Records drawn from a dataset:
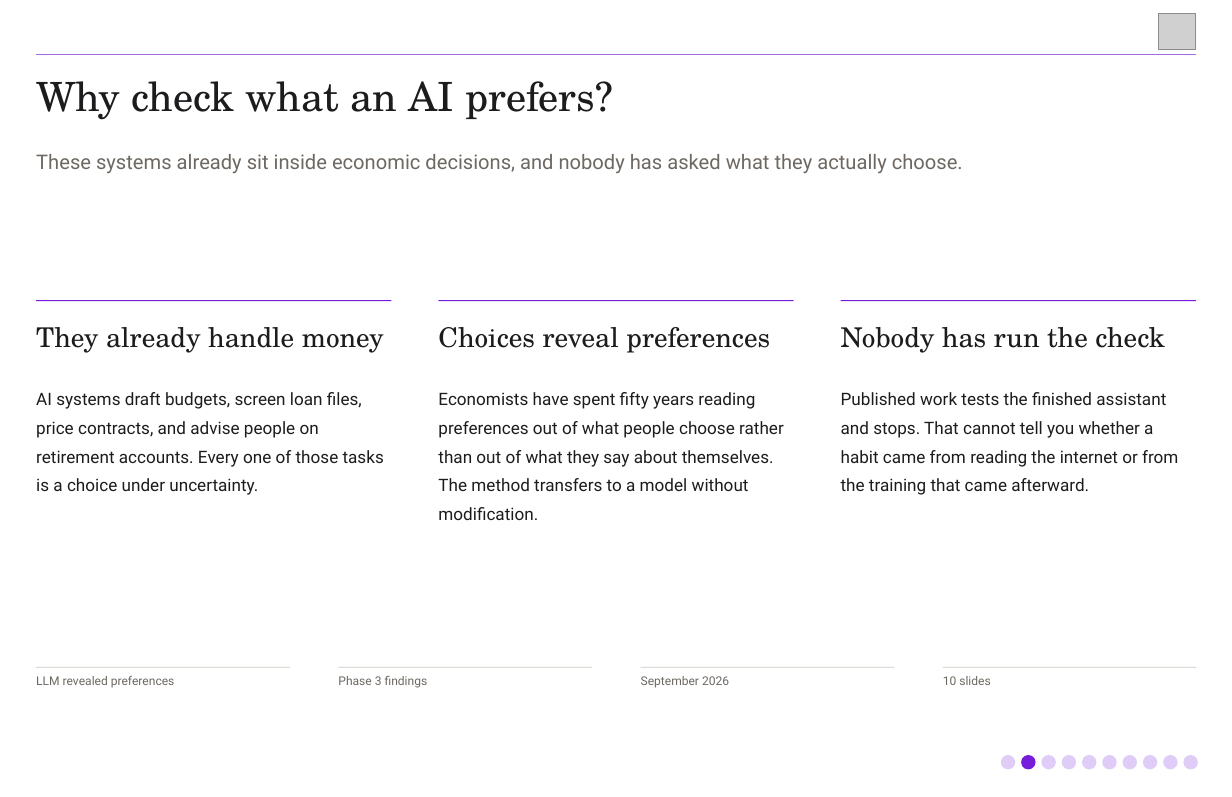
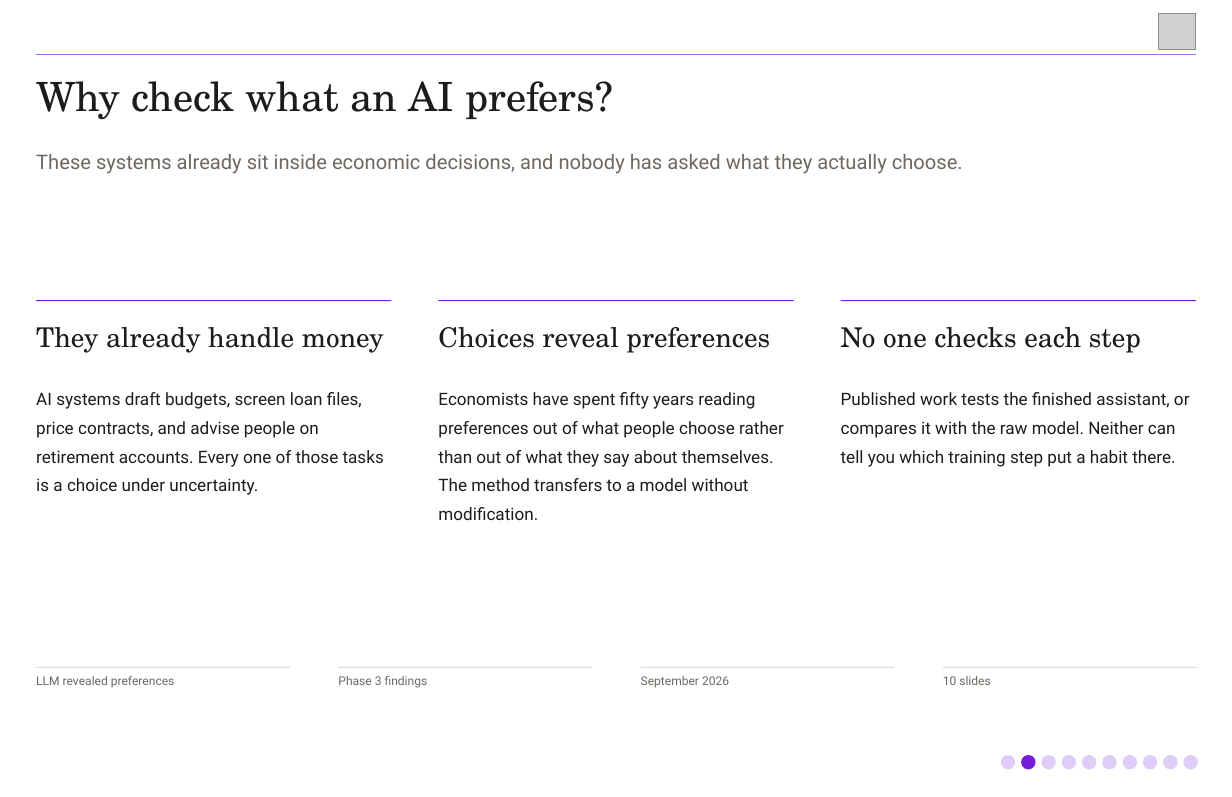
Before and after one commit to jblakeslee89/llm-revealed-preferences, a slide deck: slide 2 of briefings/phase3-findings-10min.pptx. Drawn at 1232x797 pixels with LibreOffice and Linux fonts; fonts in the diff are those of the drawing; grey boxes stand for pictures. Boxes give left, top, right and bottom in pixels: in the first picture for what was removed or moved away, otherwise in the second. Text is boxed around its words. In the diff, an @@ line names an element or a change of style, - is before the commit and + after.

```diff
--- a/briefings/phase3-findings-10min.pptx
+++ b/briefings/phase3-findings-10min.pptx
@@ text at [841,327,1141,353]: text changed @@
-Nobody has run the check
+No one checks each step
@@ text at [841,392,1190,467]: text changed @@
-Published work tests the finished assistant and stops. That cannot tell you whether a habit came from reading the internet or from the training that came afterward.
+Published work tests the finished assistant, or compares it with the raw model. Neither can tell you which training step put a habit there.
```
Also in this commit, not shown: 3 other slides changed, 2 other files.

- [Action item]:
Where does the word "pptx" appear in the records? Copy every line that holds it.

- [Answer to this problem]:
Before and after one commit to jblakeslee89/llm-revealed-preferences, a slide deck: slide 2 of briefings/phase3-findings-10min.pptx. Drawn at 1232x797 pixels with LibreOffice and Linux fonts; fonts in the diff are those of the drawing; grey boxes stand for pictures. Boxes give left, top, right and bottom in pixels: in the first picture for what was removed or moved away, otherwise in the second. Text is boxed around its words. In the diff, an @@ line names an element or a change of style, - is before the commit and + after.
--- a/briefings/phase3-findings-10min.pptx
+++ b/briefings/phase3-findings-10min.pptx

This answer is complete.